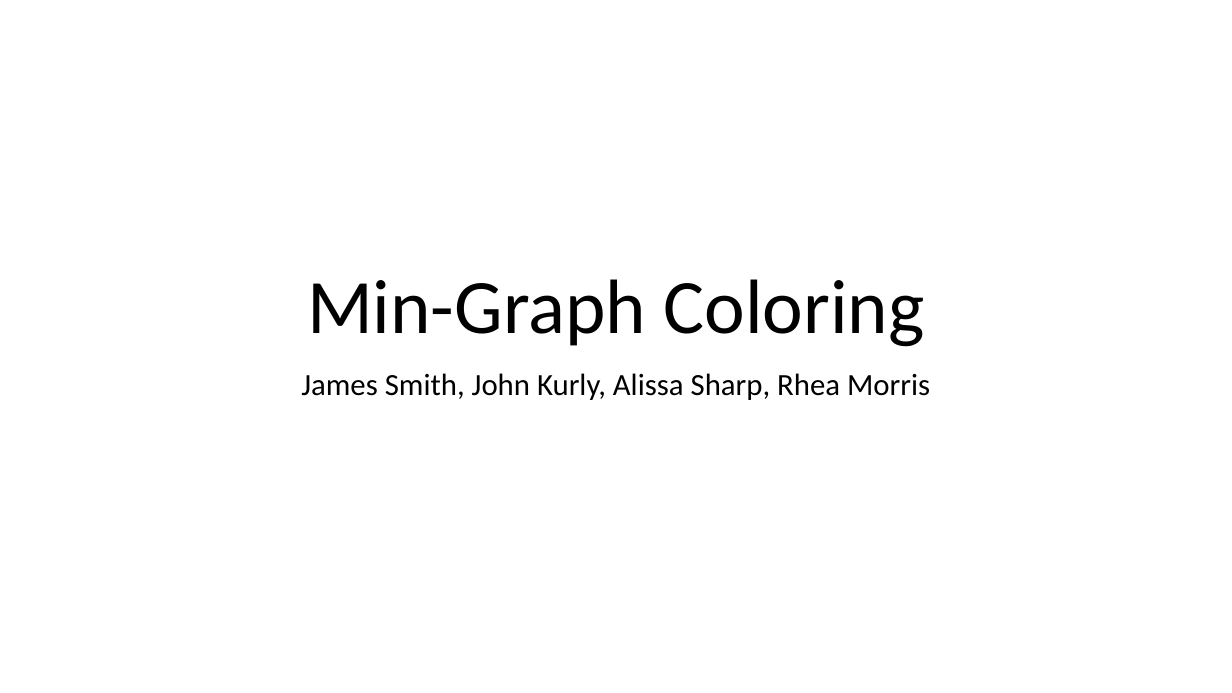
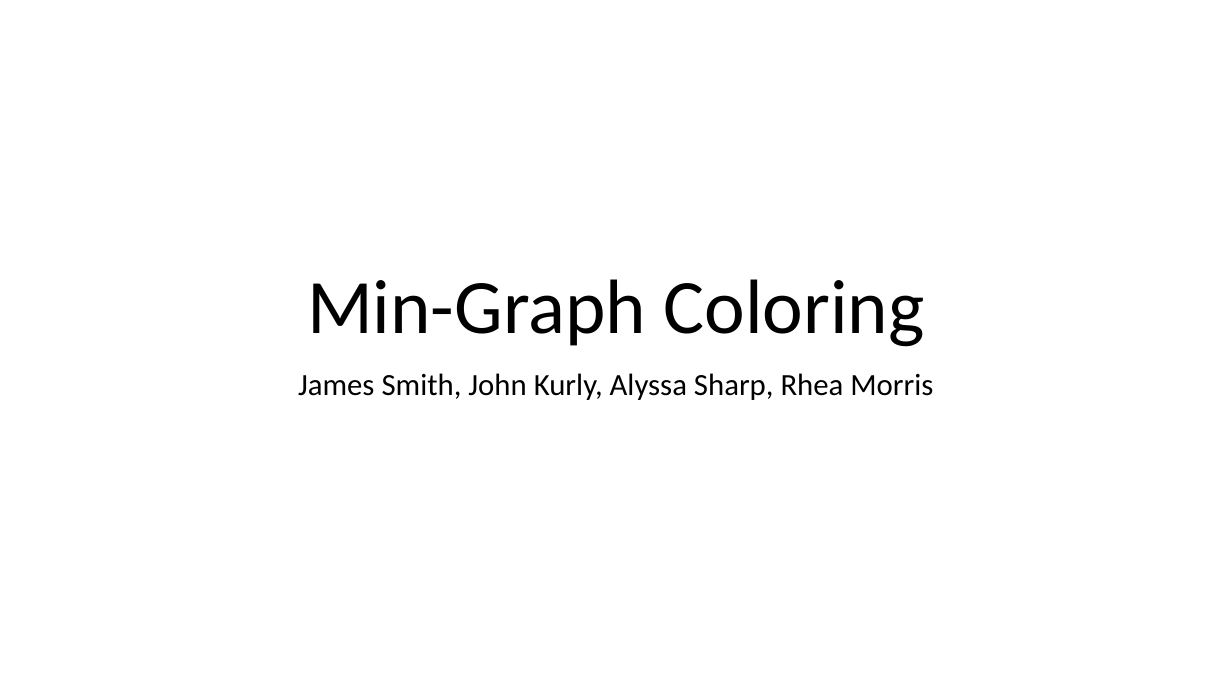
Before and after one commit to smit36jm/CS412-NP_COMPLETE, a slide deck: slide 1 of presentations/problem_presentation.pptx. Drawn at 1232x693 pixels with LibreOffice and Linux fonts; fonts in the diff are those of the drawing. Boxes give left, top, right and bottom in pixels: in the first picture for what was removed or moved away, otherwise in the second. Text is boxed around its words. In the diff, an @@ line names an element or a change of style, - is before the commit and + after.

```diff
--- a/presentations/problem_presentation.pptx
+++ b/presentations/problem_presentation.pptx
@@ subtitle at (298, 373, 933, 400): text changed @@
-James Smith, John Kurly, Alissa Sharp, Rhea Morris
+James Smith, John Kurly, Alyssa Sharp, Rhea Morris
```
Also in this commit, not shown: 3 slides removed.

==

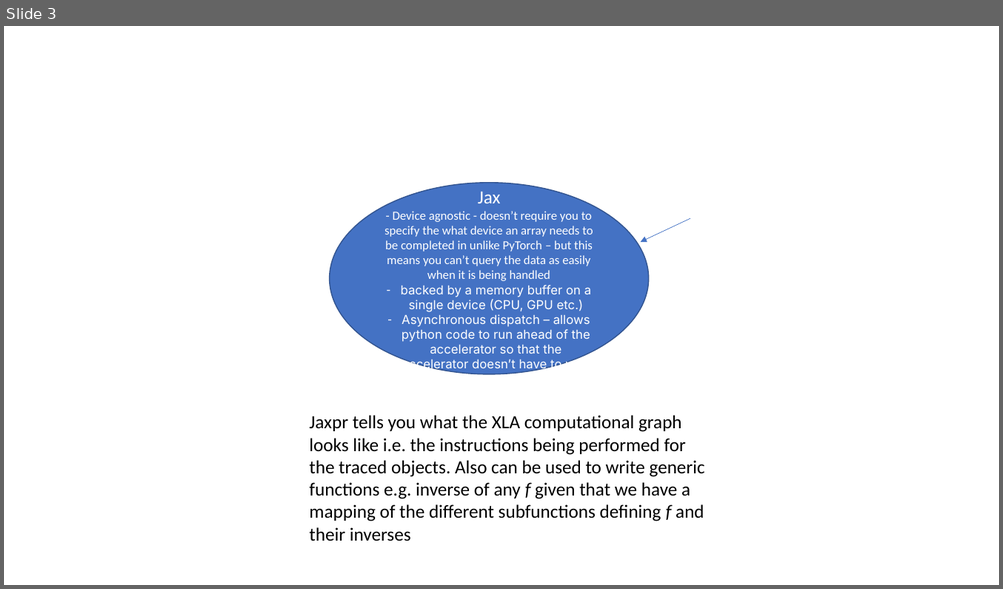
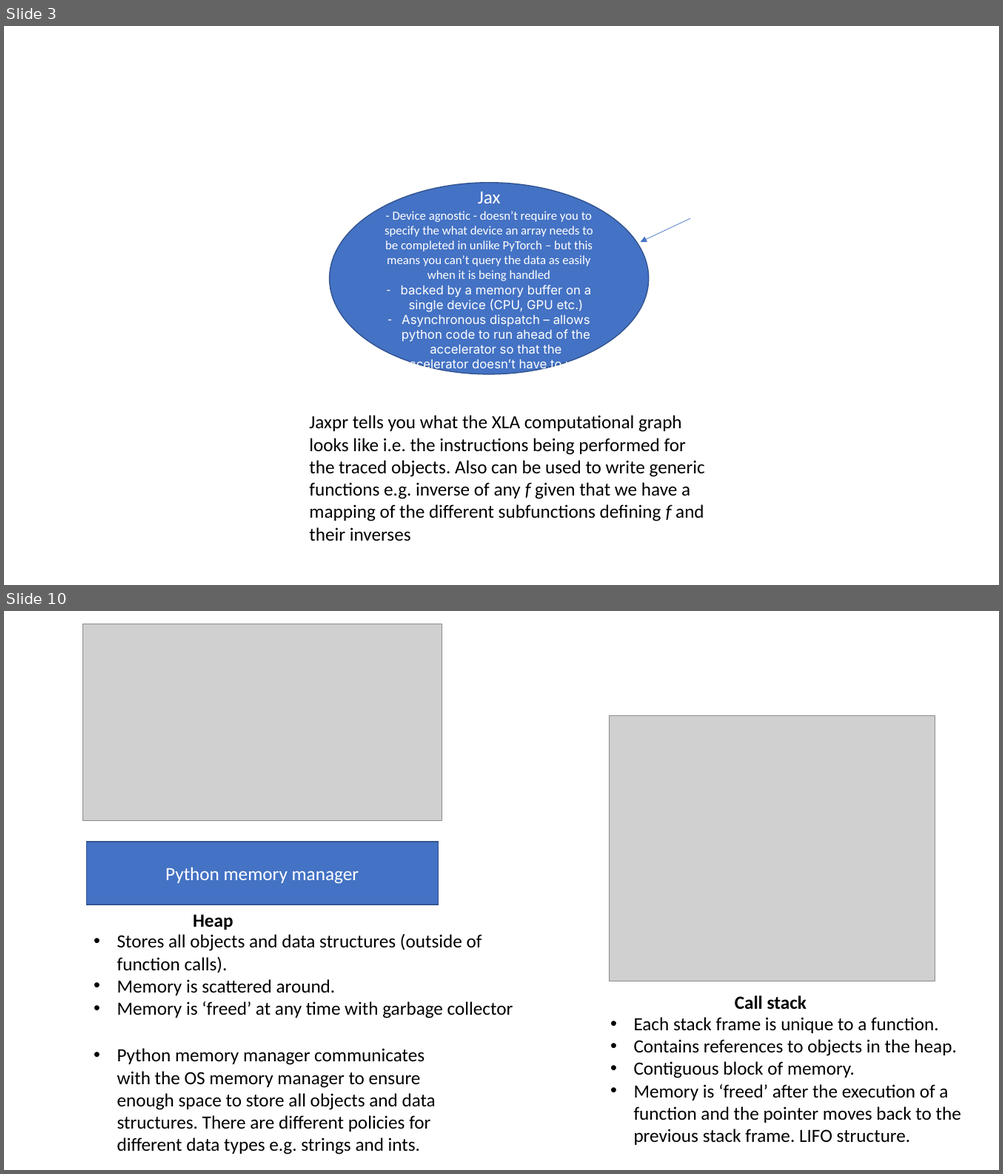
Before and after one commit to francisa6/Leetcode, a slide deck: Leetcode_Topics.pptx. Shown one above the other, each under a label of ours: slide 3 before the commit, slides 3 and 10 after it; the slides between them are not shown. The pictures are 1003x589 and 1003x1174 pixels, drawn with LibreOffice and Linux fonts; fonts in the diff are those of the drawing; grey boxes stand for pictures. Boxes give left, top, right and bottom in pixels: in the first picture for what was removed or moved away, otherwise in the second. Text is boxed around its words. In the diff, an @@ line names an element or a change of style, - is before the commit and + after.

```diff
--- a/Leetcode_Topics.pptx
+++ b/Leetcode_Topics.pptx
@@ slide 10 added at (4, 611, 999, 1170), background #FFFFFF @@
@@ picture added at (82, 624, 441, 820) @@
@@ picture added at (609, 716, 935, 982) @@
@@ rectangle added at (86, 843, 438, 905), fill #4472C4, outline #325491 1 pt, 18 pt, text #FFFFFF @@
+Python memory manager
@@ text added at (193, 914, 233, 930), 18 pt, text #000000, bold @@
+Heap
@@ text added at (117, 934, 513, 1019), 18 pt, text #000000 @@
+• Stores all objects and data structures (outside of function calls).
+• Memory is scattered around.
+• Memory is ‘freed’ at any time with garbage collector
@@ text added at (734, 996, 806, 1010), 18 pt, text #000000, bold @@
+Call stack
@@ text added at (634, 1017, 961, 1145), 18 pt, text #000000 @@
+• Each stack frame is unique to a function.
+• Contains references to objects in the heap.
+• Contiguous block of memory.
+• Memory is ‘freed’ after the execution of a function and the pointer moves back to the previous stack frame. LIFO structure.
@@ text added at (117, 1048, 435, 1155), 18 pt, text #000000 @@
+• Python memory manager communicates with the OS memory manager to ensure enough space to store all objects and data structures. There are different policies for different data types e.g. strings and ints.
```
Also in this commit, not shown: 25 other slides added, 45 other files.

==

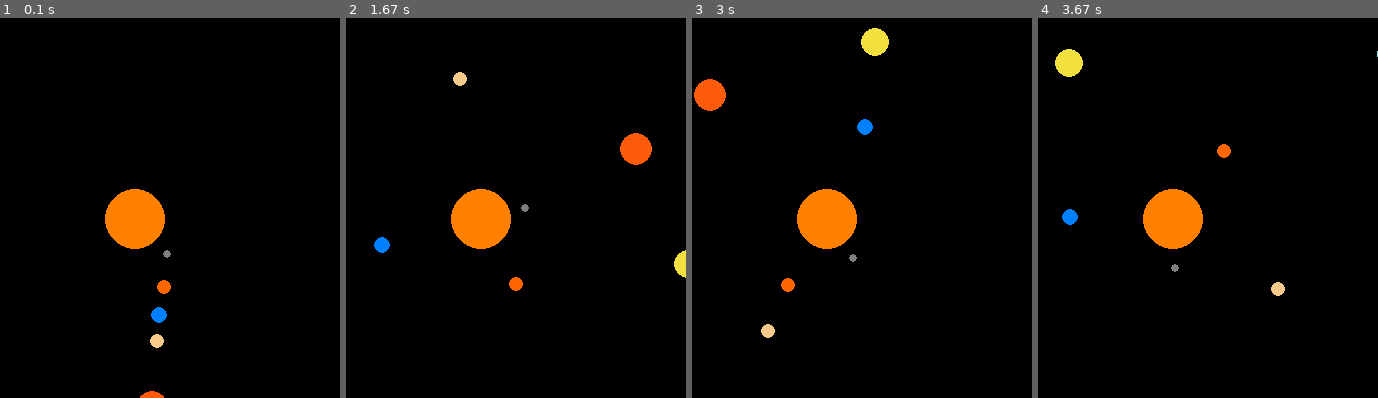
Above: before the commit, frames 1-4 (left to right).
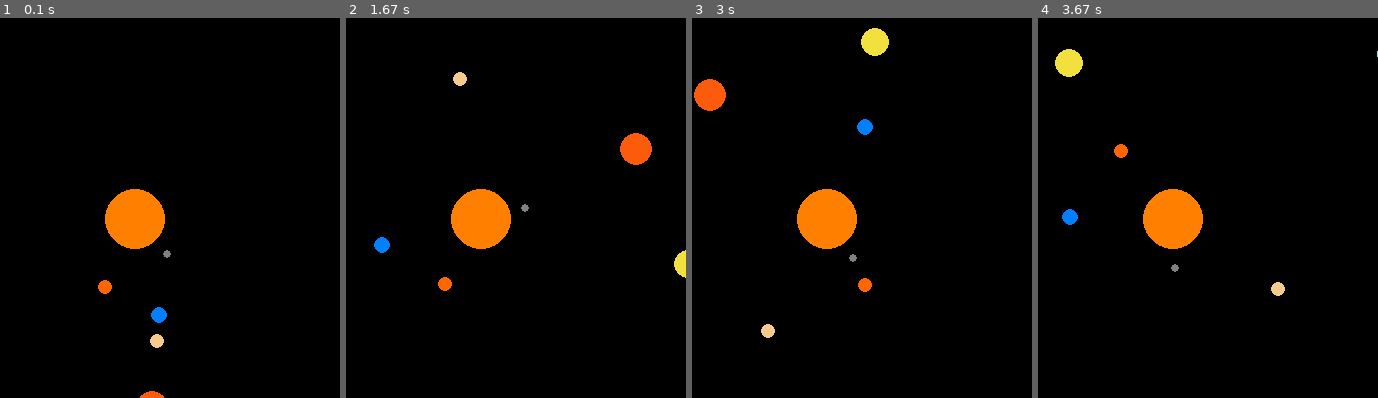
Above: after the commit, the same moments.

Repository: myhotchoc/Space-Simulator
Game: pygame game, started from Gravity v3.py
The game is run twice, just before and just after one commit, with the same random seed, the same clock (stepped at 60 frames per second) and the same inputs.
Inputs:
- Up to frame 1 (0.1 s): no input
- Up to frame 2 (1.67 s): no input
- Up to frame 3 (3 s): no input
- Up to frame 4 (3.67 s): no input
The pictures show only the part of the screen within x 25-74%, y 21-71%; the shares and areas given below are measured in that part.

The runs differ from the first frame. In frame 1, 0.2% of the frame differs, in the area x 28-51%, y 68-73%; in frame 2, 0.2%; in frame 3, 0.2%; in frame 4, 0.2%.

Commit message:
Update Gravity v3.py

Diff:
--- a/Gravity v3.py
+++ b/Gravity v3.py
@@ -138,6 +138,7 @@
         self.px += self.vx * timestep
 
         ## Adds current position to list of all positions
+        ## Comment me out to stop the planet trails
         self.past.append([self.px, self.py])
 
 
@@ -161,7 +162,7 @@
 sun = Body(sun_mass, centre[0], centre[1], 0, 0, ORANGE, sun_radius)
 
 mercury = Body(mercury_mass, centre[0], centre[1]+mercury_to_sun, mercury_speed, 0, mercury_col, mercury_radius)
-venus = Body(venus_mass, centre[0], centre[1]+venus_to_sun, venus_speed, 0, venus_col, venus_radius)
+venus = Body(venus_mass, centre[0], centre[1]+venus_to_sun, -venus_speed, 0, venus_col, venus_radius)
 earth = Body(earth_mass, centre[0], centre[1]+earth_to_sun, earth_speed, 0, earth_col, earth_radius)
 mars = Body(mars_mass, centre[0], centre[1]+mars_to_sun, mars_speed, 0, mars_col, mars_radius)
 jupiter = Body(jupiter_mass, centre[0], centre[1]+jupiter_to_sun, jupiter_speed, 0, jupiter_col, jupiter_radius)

## Activity
In the listing above, find each line with "John" and copy it.

## Reply to the task
-James Smith, John Kurly, Alissa Sharp, Rhea Morris
+James Smith, John Kurly, Alyssa Sharp, Rhea Morris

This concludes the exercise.